TGFβ signaling has been implicated in promoting the mesenchymal characteristics during breast cancer invasion. Vimentin expression is a widely used marker of mesenchymal cells. Intravital imaging revealed a heterogeneous pattern of vimentin promoter::GFP reporter construct expression. Similar to the CAGA12 reporter, a greater proportion of cells moving singly were positive for vimentin expression, this probably reflects elevated TGFβ signaling. However, the increase in vimentin reporter expression was rather modest. Unlike activation of TGFβ signaling, vimentin expression was also compatible with cohesive movement. Ex vivo microarray analysis suggested that TGFβ did not drive the expression of a broad range of mesenchymal markers in MTLn3 breast cancer cells. Together these data are rather ambiguous, but they are consistent with a minor shift in the differentiation status of disseminating cells.
Imaging analysis of second model of metastasis provided much clearer insights into the differentiation status of disseminating cells. Melanoma is a type of cancer that arises from pigment producing melanocytes (19, 20). Initial attempts at intravital imaging of B16 melanoma cells using multiphoton techniques were hampered by extremely noisy fluorescence signals. These signals were only observed in melanotic B16 tumours and not amelanotic melanoma. Further in vivo and in vitro correlative light and electron microscopy analysis demonstrated that this ‘noise’ was originating from stage 3 and 4 melanosomes (21). The ability to image an intrinsic signal emanating from melanosomes enabled inferences about the differentiation status of cells in the B16 melanoma model to be made. This revealed that while both primary tumors and metastases contained many cells producing pigment, the cells in transit lacked pigment. A failure to produce pigment does not necessarily indicate a change in differentiation status. Therefore another method was sought to investigate the differentiation status of the motile melanoma cells. Brn-2/POU3F2 expression is high in migratory melanoblasts in culture and decreases as melanocytes differentiate (22). To investigate the relationship between Brn-2 expression and melanoma dissemination B16 cells were engineered to contain the Brn-2 promoter driving the expression of GFP. A clear increase in Brn-2 promoter-driven GFP expression in the motile and circulating cells was observed. This increase was largely down-regulated in cells growing in the lungs. Together these data demonstrate the melanoma cells in transit between primary and secondary sites are less differentiated.

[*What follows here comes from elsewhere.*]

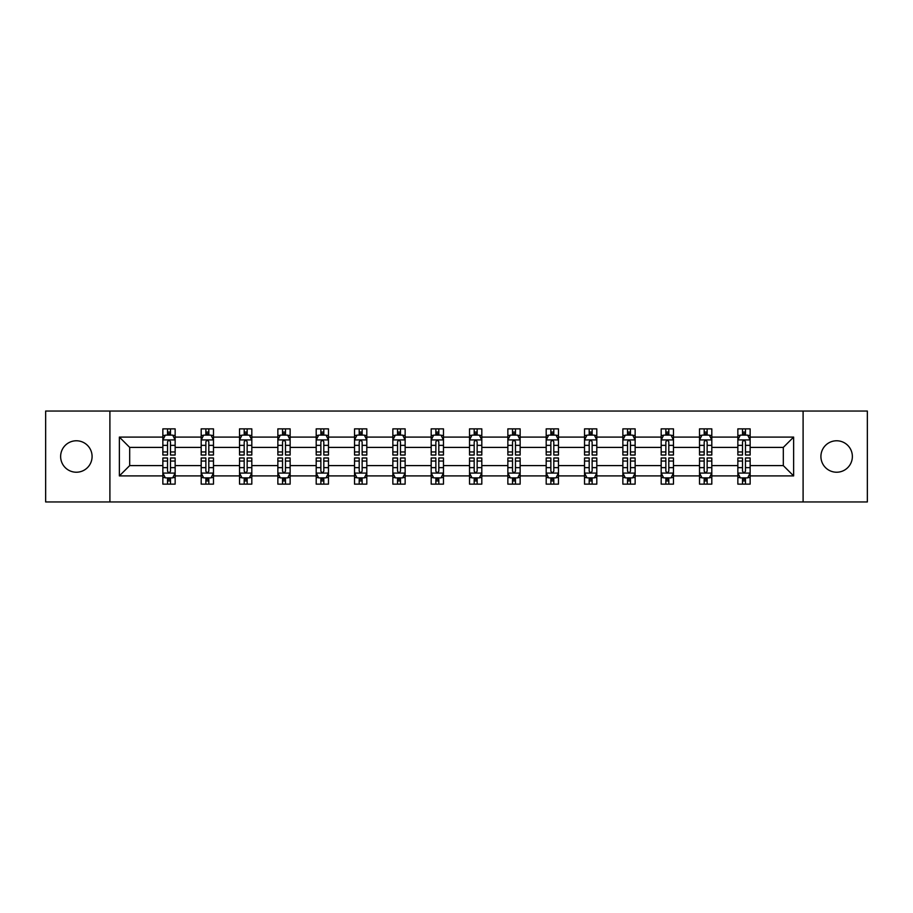 <?xml version="1.0" encoding="UTF-8"?>
<svg xmlns="http://www.w3.org/2000/svg" width="913" height="913" viewBox="0 0 913 913"><rect width="100%" height="100%" fill="white"/><g stroke="black" fill="none" stroke-linecap="round" stroke-linejoin="round"><path stroke-width="1.37" d="M836.639 440.774A15.726 15.726 0 0 0 820.913 456.5A15.726 15.726 0 0 0 836.639 472.226A15.726 15.726 0 0 0 852.365 456.5A15.726 15.726 0 0 0 836.639 440.774M76.361 440.774A15.726 15.726 0 0 0 60.635 456.5A15.726 15.726 0 0 0 76.361 472.226A15.726 15.726 0 0 0 92.087 456.5A15.726 15.726 0 0 0 76.361 440.774M803.098 411.044L45.65 411.044L45.65 501.956L867.35 501.956L867.35 411.044L803.098 411.044L803.098 501.956M750.144 475.913L750.144 465.596L783.308 465.596L793.637 475.913L750.144 475.913L750.144 484.141L745.476 484.141L745.476 477.876M109.902 501.956L109.902 411.044M737.852 475.913L711.809 475.913L711.809 465.596L737.852 465.596L737.852 484.141L750.144 484.141L750.144 477.579L747.827 477.579M711.809 475.913L711.809 484.141L707.141 484.141L707.141 477.876M699.518 475.913L673.474 475.913L673.474 465.596L699.518 465.596L699.518 484.141L711.809 484.141L711.809 477.579L709.492 477.579M673.474 475.913L673.474 484.141L668.807 484.141L668.807 477.876M661.183 475.913L635.14 475.913L635.14 465.596L661.183 465.596L661.183 484.141L673.474 484.141L673.474 477.579L671.169 477.579M635.14 475.913L635.14 484.141L630.472 484.141L630.472 477.876M622.86 475.913L596.805 475.913L596.805 465.596L622.86 465.596L622.86 484.141L635.14 484.141L635.14 477.579L632.835 477.579M596.805 475.913L596.805 484.141L592.138 484.141L592.138 477.876M584.525 475.913L558.471 475.913L558.471 465.596L584.525 465.596L584.525 484.141L596.805 484.141L596.805 477.579L594.5 477.579M558.471 475.913L558.471 484.141L553.803 484.141L553.803 477.876M546.191 475.913L520.148 475.913L520.148 465.596L546.191 465.596L546.191 484.141L558.471 484.141L558.471 477.579L556.165 477.579M520.148 475.913L520.148 484.141L515.468 484.141L515.468 477.876M507.856 475.913L481.813 475.913L481.813 465.596L507.856 465.596L507.856 484.141L520.148 484.141L520.148 477.579L517.831 477.579M481.813 475.913L481.813 484.141L477.145 484.141L477.145 477.876M469.522 475.913L443.478 475.913L443.478 465.596L469.522 465.596L469.522 484.141L481.813 484.141L481.813 477.579L479.496 477.579M443.478 475.913L443.478 484.141L438.811 484.141L438.811 477.876M431.187 475.913L405.144 475.913L405.144 465.596L431.187 465.596L431.187 484.141L443.478 484.141L443.478 477.579L441.162 477.579M405.144 475.913L405.144 484.141L400.476 484.141L400.476 477.876M392.852 475.913L366.809 475.913L366.809 465.596L392.852 465.596L392.852 484.141L405.144 484.141L405.144 477.579L402.838 477.579M366.809 475.913L366.809 484.141L362.141 484.141L362.141 477.876M354.529 475.913L328.475 475.913L328.475 465.596L354.529 465.596L354.529 484.141L366.809 484.141L366.809 477.579L364.504 477.579M328.475 475.913L328.475 484.141L323.807 484.141L323.807 477.876M316.195 475.913L290.14 475.913L290.14 465.596L316.195 465.596L316.195 484.141L328.475 484.141L328.475 477.579L326.169 477.579M290.14 475.913L290.14 484.141L285.472 484.141L285.472 477.876M277.86 475.913L251.817 475.913L251.817 465.596L277.86 465.596L277.86 484.141L290.14 484.141L290.14 477.579L287.835 477.579M251.817 475.913L251.817 484.141L247.149 484.141L247.149 477.876M239.526 475.913L213.482 475.913L213.482 465.596L239.526 465.596L239.526 484.141L251.817 484.141L251.817 477.579L249.5 477.579M213.482 475.913L213.482 484.141L208.815 484.141L208.815 477.876M201.191 475.913L175.148 475.913L175.148 465.596L201.191 465.596L201.191 484.141L213.482 484.141L213.482 477.579L211.165 477.579M175.148 475.913L175.148 484.141L170.48 484.141L170.48 477.876M162.856 475.913L119.363 475.913L119.363 437.087L162.856 437.087L162.856 447.404L129.692 447.404L129.692 465.596L162.856 465.596L162.856 484.141L175.148 484.141L175.148 477.579L172.831 477.579M165.173 435.421L162.856 435.421L162.856 428.859L162.856 437.087M167.524 435.124L167.524 428.859L162.856 428.859L175.148 428.859L175.148 437.087L201.191 437.087L201.191 428.859L213.482 428.859L213.482 437.087L239.526 437.087L239.526 428.859L251.817 428.859L251.817 437.087L277.86 437.087L277.86 428.859L290.14 428.859L290.14 437.087L316.195 437.087L316.195 428.859L328.475 428.859L328.475 437.087L354.529 437.087L354.529 428.859L366.809 428.859L366.809 437.087L392.852 437.087L392.852 428.859L405.144 428.859L405.144 437.087L431.187 437.087L431.187 428.859L443.478 428.859L443.478 437.087L469.522 437.087L469.522 428.859L481.813 428.859L481.813 437.087L507.856 437.087L507.856 428.859L520.148 428.859L520.148 437.087L546.191 437.087L546.191 428.859L558.471 428.859L558.471 437.087L584.525 437.087L584.525 428.859L596.805 428.859L596.805 437.087L622.86 437.087L622.86 428.859L635.14 428.859L635.14 437.087L661.183 437.087L661.183 428.859L673.474 428.859L673.474 437.087L699.518 437.087L699.518 428.859L711.809 428.859L711.809 437.087L737.852 437.087L737.852 428.859L750.144 428.859L750.144 437.087L793.637 437.087L793.637 475.913M737.852 437.087L737.852 447.404L711.809 447.404L711.809 437.087M699.518 437.087L699.518 447.404L673.474 447.404L673.474 437.087M661.183 437.087L661.183 447.404L635.14 447.404L635.14 437.087M622.86 437.087L622.86 447.404L596.805 447.404L596.805 437.087M584.525 437.087L584.525 447.404L558.471 447.404L558.471 437.087M546.191 437.087L546.191 447.404L520.148 447.404L520.148 437.087M507.856 437.087L507.856 447.404L481.813 447.404L481.813 437.087M469.522 437.087L469.522 447.404L443.478 447.404L443.478 437.087M431.187 437.087L431.187 447.404L405.144 447.404L405.144 437.087M392.852 437.087L392.852 447.404L366.809 447.404L366.809 437.087M354.529 437.087L354.529 447.404L328.475 447.404L328.475 437.087M316.195 437.087L316.195 447.404L290.14 447.404L290.14 437.087M277.86 437.087L277.86 447.404L251.817 447.404L251.817 437.087M239.526 437.087L239.526 447.404L213.482 447.404L213.482 437.087M201.191 437.087L201.191 447.404L175.148 447.404L175.148 437.087M119.363 437.087L129.692 447.404M783.308 465.596L783.308 447.404L750.144 447.404L750.144 437.087M742.52 434.999L745.476 434.999M704.185 434.999L707.141 434.999M665.851 434.999L668.807 434.999M627.528 434.999L630.472 434.999M589.193 434.999L592.138 434.999M550.859 434.999L553.803 434.999M512.524 434.999L515.468 434.999M474.189 434.999L477.145 434.999M435.855 434.999L438.811 434.999M397.532 434.999L400.476 434.999M359.197 434.999L362.141 434.999M320.862 434.999L323.807 434.999M282.528 434.999L285.472 434.999M244.193 434.999L247.149 434.999M205.859 434.999L208.815 434.999M167.524 434.999L170.48 434.999M167.524 478.001L170.48 478.001M205.859 478.001L208.815 478.001M244.193 478.001L247.149 478.001M282.528 478.001L285.472 478.001M320.862 478.001L323.807 478.001M359.197 478.001L362.141 478.001M397.532 478.001L400.476 478.001M435.855 478.001L438.811 478.001M474.189 478.001L477.145 478.001M512.524 478.001L515.468 478.001M550.859 478.001L553.803 478.001M589.193 478.001L592.138 478.001M627.528 478.001L630.472 478.001M665.851 478.001L668.807 478.001M704.185 478.001L707.141 478.001M742.52 478.001L745.476 478.001M129.692 465.596L119.363 475.913M793.637 437.087L783.308 447.404M170.48 432.054L167.524 432.054M162.856 451.946L162.856 455.028L167.524 455.028L167.524 451.946L162.856 451.946L162.856 447.404M175.148 447.404L175.148 455.028L170.48 455.028L170.48 441.881C169.498 439.986 168.517 439.986 167.524 441.881L167.524 451.946M172.831 435.421L175.148 435.421L175.148 428.859L170.48 428.859L170.48 435.124M175.148 440.032L172.694 435.124L165.321 435.124L162.856 440.032M167.524 480.946L170.48 480.946M175.148 461.054L175.148 457.972L170.48 457.972L170.48 461.054L175.148 461.054L175.148 465.596M162.856 465.596L162.856 457.972L167.524 457.972L167.524 471.119C168.506 473.014 169.498 473.014 170.48 471.119L170.48 461.054M165.173 477.579L162.856 477.579L162.856 484.141L167.524 484.141L167.524 477.876M162.856 472.968L165.321 477.876L172.694 477.876L175.148 472.968M208.815 432.054L205.859 432.054M203.508 435.421L201.191 435.421L201.191 428.859L205.859 428.859L205.859 435.124M201.191 451.946L201.191 455.028L205.859 455.028L205.859 451.946L201.191 451.946L201.191 447.404M213.482 447.404L213.482 455.028L208.815 455.028L208.815 441.881C207.833 439.986 206.852 439.986 205.859 441.881L205.859 451.946M211.165 435.421L213.482 435.421L213.482 428.859L208.815 428.859L208.815 435.124M213.482 440.032L211.017 435.124L203.645 435.124L201.191 440.032M247.149 432.054L244.193 432.054M241.831 435.421L239.526 435.421L239.526 428.859L244.193 428.859L244.193 435.124M239.526 451.946L239.526 455.028L244.193 455.028L244.193 451.946L239.526 451.946L239.526 447.404M251.817 447.404L251.817 455.028L247.149 455.028L247.149 441.881C246.156 439.986 245.175 439.986 244.193 441.881L244.193 451.946M249.5 435.421L251.817 435.421L251.817 428.859L247.149 428.859L247.149 435.124M251.817 440.032L249.352 435.124L241.979 435.124L239.526 440.032M205.859 480.946L208.815 480.946M213.482 461.054L213.482 457.972L208.815 457.972L208.815 461.054L213.482 461.054L213.482 465.596M201.191 465.596L201.191 457.972L205.859 457.972L205.859 471.119C206.84 473.014 207.822 473.014 208.815 471.119L208.815 461.054M203.508 477.579L201.191 477.579L201.191 484.141L205.859 484.141L205.859 477.876M201.191 472.968L203.645 477.876L211.017 477.876L213.482 472.968M244.193 480.946L247.149 480.946M251.817 461.054L251.817 457.972L247.149 457.972L247.149 461.054L251.817 461.054L251.817 465.596M239.526 465.596L239.526 457.972L244.193 457.972L244.193 471.119C245.175 473.014 246.156 473.014 247.149 471.119L247.149 461.054M241.831 477.579L239.526 477.579L239.526 484.141L244.193 484.141L244.193 477.876M239.526 472.968L241.979 477.876L249.352 477.876L251.817 472.968M285.472 432.054L282.528 432.054M280.165 435.421L277.86 435.421L277.86 428.859L282.528 428.859L282.528 435.124M277.86 451.946L277.86 455.028L282.528 455.028L282.528 451.946L277.86 451.946L277.86 447.404M290.14 447.404L290.14 455.028L285.472 455.028L285.472 441.881C284.491 439.986 283.509 439.986 282.528 441.881L282.528 451.946M287.835 435.421L290.14 435.421L290.14 428.859L285.472 428.859L285.472 435.124M290.14 440.032L287.686 435.124L280.314 435.124L277.86 440.032M282.528 480.946L285.472 480.946M290.14 461.054L290.14 457.972L285.472 457.972L285.472 461.054L290.14 461.054L290.14 465.596M277.86 465.596L277.86 457.972L282.528 457.972L282.528 471.119C283.509 473.014 284.491 473.014 285.472 471.119L285.472 461.054M280.165 477.579L277.86 477.579L277.86 484.141L282.528 484.141L282.528 477.876M277.86 472.968L280.314 477.876L287.686 477.876L290.14 472.968M323.807 432.054L320.862 432.054M318.5 435.421L316.195 435.421L316.195 428.859L320.862 428.859L320.862 435.124M316.195 451.946L316.195 455.028L320.862 455.028L320.862 451.946L316.195 451.946L316.195 447.404M328.475 447.404L328.475 455.028L323.807 455.028L323.807 441.881C322.825 439.986 321.844 439.986 320.862 441.881L320.862 451.946M326.169 435.421L328.475 435.421L328.475 428.859L323.807 428.859L323.807 435.124M328.475 440.032L326.021 435.124L318.648 435.124L316.195 440.032M320.862 480.946L323.807 480.946M328.475 461.054L328.475 457.972L323.807 457.972L323.807 461.054L328.475 461.054L328.475 465.596M316.195 465.596L316.195 457.972L320.862 457.972L320.862 471.119C321.844 473.014 322.825 473.014 323.807 471.119L323.807 461.054M318.5 477.579L316.195 477.579L316.195 484.141L320.862 484.141L320.862 477.876M316.195 472.968L318.648 477.876L326.021 477.876L328.475 472.968M362.141 432.054L359.197 432.054M356.835 435.421L354.529 435.421L354.529 428.859L359.197 428.859L359.197 435.124M354.529 451.946L354.529 455.028L359.197 455.028L359.197 451.946L354.529 451.946L354.529 447.404M366.809 447.404L366.809 455.028L362.141 455.028L362.141 441.881C361.16 439.986 360.179 439.986 359.197 441.881L359.197 451.946M364.504 435.421L366.809 435.421L366.809 428.859L362.141 428.859L362.141 435.124M366.809 440.032L364.355 435.124L356.983 435.124L354.529 440.032M359.197 480.946L362.141 480.946M366.809 461.054L366.809 457.972L362.141 457.972L362.141 461.054L366.809 461.054L366.809 465.596M354.529 465.596L354.529 457.972L359.197 457.972L359.197 471.119C360.179 473.014 361.16 473.014 362.141 471.119L362.141 461.054M356.835 477.579L354.529 477.579L354.529 484.141L359.197 484.141L359.197 477.876M354.529 472.968L356.983 477.876L364.355 477.876L366.809 472.968M400.476 432.054L397.532 432.054M395.169 435.421L392.852 435.421L392.852 428.859L397.532 428.859L397.532 435.124M392.852 451.946L392.852 455.028L397.532 455.028L397.532 451.946L392.852 451.946L392.852 447.404M405.144 447.404L405.144 455.028L400.476 455.028L400.476 441.881C399.495 439.986 398.513 439.986 397.532 441.881L397.532 451.946M402.838 435.421L405.144 435.421L405.144 428.859L400.476 428.859L400.476 435.124M405.144 440.032L402.69 435.124L395.318 435.124L392.852 440.032M397.532 480.946L400.476 480.946M405.144 461.054L405.144 457.972L400.476 457.972L400.476 461.054L405.144 461.054L405.144 465.596M392.852 465.596L392.852 457.972L397.532 457.972L397.532 471.119C398.513 473.014 399.495 473.014 400.476 471.119L400.476 461.054M395.169 477.579L392.852 477.579L392.852 484.141L397.532 484.141L397.532 477.876M392.852 472.968L395.318 477.876L402.69 477.876L405.144 472.968M438.811 432.054L435.855 432.054M433.504 435.421L431.187 435.421L431.187 428.859L435.855 428.859L435.855 435.124M431.187 451.946L431.187 455.028L435.855 455.028L435.855 451.946L431.187 451.946L431.187 447.404M443.478 447.404L443.478 455.028L438.811 455.028L438.811 441.881C437.829 439.986 436.848 439.986 435.855 441.881L435.855 451.946M441.162 435.421L443.478 435.421L443.478 428.859L438.811 428.859L438.811 435.124M443.478 440.032L441.025 435.124L433.652 435.124L431.187 440.032M435.855 480.946L438.811 480.946M443.478 461.054L443.478 457.972L438.811 457.972L438.811 461.054L443.478 461.054L443.478 465.596M431.187 465.596L431.187 457.972L435.855 457.972L435.855 471.119C436.836 473.014 437.829 473.014 438.811 471.119L438.811 461.054M433.504 477.579L431.187 477.579L431.187 484.141L435.855 484.141L435.855 477.876M431.187 472.968L433.652 477.876L441.025 477.876L443.478 472.968M477.145 432.054L474.189 432.054M471.838 435.421L469.522 435.421L469.522 428.859L474.189 428.859L474.189 435.124M469.522 451.946L469.522 455.028L474.189 455.028L474.189 451.946L469.522 451.946L469.522 447.404M481.813 447.404L481.813 455.028L477.145 455.028L477.145 441.881C476.164 439.986 475.171 439.986 474.189 441.881L474.189 451.946M479.496 435.421L481.813 435.421L481.813 428.859L477.145 428.859L477.145 435.124M481.813 440.032L479.348 435.124L471.975 435.124L469.522 440.032M474.189 480.946L477.145 480.946M481.813 461.054L481.813 457.972L477.145 457.972L477.145 461.054L481.813 461.054L481.813 465.596M469.522 465.596L469.522 457.972L474.189 457.972L474.189 471.119C475.171 473.014 476.152 473.014 477.145 471.119L477.145 461.054M471.838 477.579L469.522 477.579L469.522 484.141L474.189 484.141L474.189 477.876M469.522 472.968L471.975 477.876L479.348 477.876L481.813 472.968M515.468 432.054L512.524 432.054M510.162 435.421L507.856 435.421L507.856 428.859L512.524 428.859L512.524 435.124M507.856 451.946L507.856 455.028L512.524 455.028L512.524 451.946L507.856 451.946L507.856 447.404M520.148 447.404L520.148 455.028L515.468 455.028L515.468 441.881C514.487 439.986 513.505 439.986 512.524 441.881L512.524 451.946M517.831 435.421L520.148 435.421L520.148 428.859L515.468 428.859L515.468 435.124M520.148 440.032L517.682 435.124L510.31 435.124L507.856 440.032M553.803 432.054L550.859 432.054M548.496 435.421L546.191 435.421L546.191 428.859L550.859 428.859L550.859 435.124M546.191 451.946L546.191 455.028L550.859 455.028L550.859 451.946L546.191 451.946L546.191 447.404M558.471 447.404L558.471 455.028L553.803 455.028L553.803 441.881C552.822 439.986 551.84 439.986 550.859 441.881L550.859 451.946M556.165 435.421L558.471 435.421L558.471 428.859L553.803 428.859L553.803 435.124M558.471 440.032L556.017 435.124L548.645 435.124L546.191 440.032M592.138 432.054L589.193 432.054M586.831 435.421L584.525 435.421L584.525 428.859L589.193 428.859L589.193 435.124M584.525 451.946L584.525 455.028L589.193 455.028L589.193 451.946L584.525 451.946L584.525 447.404M596.805 447.404L596.805 455.028L592.138 455.028L592.138 441.881C591.156 439.986 590.175 439.986 589.193 441.881L589.193 451.946M594.5 435.421L596.805 435.421L596.805 428.859L592.138 428.859L592.138 435.124M596.805 440.032L594.352 435.124L586.979 435.124L584.525 440.032M630.472 432.054L627.528 432.054M625.165 435.421L622.86 435.421L622.86 428.859L627.528 428.859L627.528 435.124M622.86 451.946L622.86 455.028L627.528 455.028L627.528 451.946L622.86 451.946L622.86 447.404M635.14 447.404L635.14 455.028L630.472 455.028L630.472 441.881C629.491 439.986 628.509 439.986 627.528 441.881L627.528 451.946M632.835 435.421L635.14 435.421L635.14 428.859L630.472 428.859L630.472 435.124M635.14 440.032L632.686 435.124L625.314 435.124L622.86 440.032M668.807 432.054L665.851 432.054M663.5 435.421L661.183 435.421L661.183 428.859L665.851 428.859L665.851 435.124M661.183 451.946L661.183 455.028L665.851 455.028L665.851 451.946L661.183 451.946L661.183 447.404M673.474 447.404L673.474 455.028L668.807 455.028L668.807 441.881C667.825 439.986 666.844 439.986 665.851 441.881L665.851 451.946M671.169 435.421L673.474 435.421L673.474 428.859L668.807 428.859L668.807 435.124M673.474 440.032L671.021 435.124L663.648 435.124L661.183 440.032M707.141 432.054L704.185 432.054M701.835 435.421L699.518 435.421L699.518 428.859L704.185 428.859L704.185 435.124M699.518 451.946L699.518 455.028L704.185 455.028L704.185 451.946L699.518 451.946L699.518 447.404M711.809 447.404L711.809 455.028L707.141 455.028L707.141 441.881C706.16 439.986 705.178 439.986 704.185 441.881L704.185 451.946M709.492 435.421L711.809 435.421L711.809 428.859L707.141 428.859L707.141 435.124M711.809 440.032L709.355 435.124L701.983 435.124L699.518 440.032M512.524 480.946L515.468 480.946M520.148 461.054L520.148 457.972L515.468 457.972L515.468 461.054L520.148 461.054L520.148 465.596M507.856 465.596L507.856 457.972L512.524 457.972L512.524 471.119C513.505 473.014 514.487 473.014 515.468 471.119L515.468 461.054M510.162 477.579L507.856 477.579L507.856 484.141L512.524 484.141L512.524 477.876M507.856 472.968L510.31 477.876L517.682 477.876L520.148 472.968M550.859 480.946L553.803 480.946M558.471 461.054L558.471 457.972L553.803 457.972L553.803 461.054L558.471 461.054L558.471 465.596M546.191 465.596L546.191 457.972L550.859 457.972L550.859 471.119C551.84 473.014 552.822 473.014 553.803 471.119L553.803 461.054M548.496 477.579L546.191 477.579L546.191 484.141L550.859 484.141L550.859 477.876M546.191 472.968L548.645 477.876L556.017 477.876L558.471 472.968M589.193 480.946L592.138 480.946M596.805 461.054L596.805 457.972L592.138 457.972L592.138 461.054L596.805 461.054L596.805 465.596M584.525 465.596L584.525 457.972L589.193 457.972L589.193 471.119C590.175 473.014 591.156 473.014 592.138 471.119L592.138 461.054M586.831 477.579L584.525 477.579L584.525 484.141L589.193 484.141L589.193 477.876M584.525 472.968L586.979 477.876L594.352 477.876L596.805 472.968M627.528 480.946L630.472 480.946M635.14 461.054L635.14 457.972L630.472 457.972L630.472 461.054L635.14 461.054L635.14 465.596M622.86 465.596L622.86 457.972L627.528 457.972L627.528 471.119C628.509 473.014 629.491 473.014 630.472 471.119L630.472 461.054M625.165 477.579L622.86 477.579L622.86 484.141L627.528 484.141L627.528 477.876M622.86 472.968L625.314 477.876L632.686 477.876L635.14 472.968M665.851 480.946L668.807 480.946M673.474 461.054L673.474 457.972L668.807 457.972L668.807 461.054L673.474 461.054L673.474 465.596M661.183 465.596L661.183 457.972L665.851 457.972L665.851 471.119C666.844 473.014 667.825 473.014 668.807 471.119L668.807 461.054M663.5 477.579L661.183 477.579L661.183 484.141L665.851 484.141L665.851 477.876M661.183 472.968L663.648 477.876L671.021 477.876L673.474 472.968M704.185 480.946L707.141 480.946M711.809 461.054L711.809 457.972L707.141 457.972L707.141 461.054L711.809 461.054L711.809 465.596M699.518 465.596L699.518 457.972L704.185 457.972L704.185 471.119C705.167 473.014 706.148 473.014 707.141 471.119L707.141 461.054M701.835 477.579L699.518 477.579L699.518 484.141L704.185 484.141L704.185 477.876M699.518 472.968L701.983 477.876L709.355 477.876L711.809 472.968M745.476 432.054L742.52 432.054M740.169 435.421L737.852 435.421L737.852 428.859L742.52 428.859L742.52 435.124M737.852 451.946L737.852 455.028L742.52 455.028L742.52 451.946L737.852 451.946L737.852 447.404M750.144 447.404L750.144 455.028L745.476 455.028L745.476 441.881C744.494 439.986 743.502 439.986 742.52 441.881L742.52 451.946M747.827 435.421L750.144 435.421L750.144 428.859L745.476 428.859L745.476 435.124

Microarray analysis was used to learn more about the less differentiated melanoma cells ‘in transit’ between primary and secondary sites. Pigmented and non-pigmented cells were isolated from the same tumor and their gene expression profiles compared. The poorly pigmented population, which includes motile cells, had higher expression of TGFβ2. The expression of TGFβ2 can be induced by TGFβ signaling (7) and suggests that TGFβ signaling is active in cells with low pigment levels. In vitro studies confirmed that both TGFβ1 and TGFβ2 inhibited pigmentation and stimulated B16 cell motility.
The phenotypic stability of well-differentiated and poorly-differentiated melanoma cells was investigated. When either un-pigmented tumor cells or Brn2 promoter ‘high’ cells were purified and re-injected into mice the resulting tumors contained differentiated cells. This confirms that less differentiated cells can subsequently differentiate. However, the conversion from more differentiated to less differentiated cells was very infrequent. Thus aspects of the differentiation hierarchy remain in a model of melanoma metastasis. It would be tempting to speculate that the less differentiated cells may have cancer stem cell properties. However, melanoma cells exhibited the same tumorigenic potential regardless of their differentiation status. This is consistent with other findings regarding the lack of distinct stem cell populations in melanoma (23).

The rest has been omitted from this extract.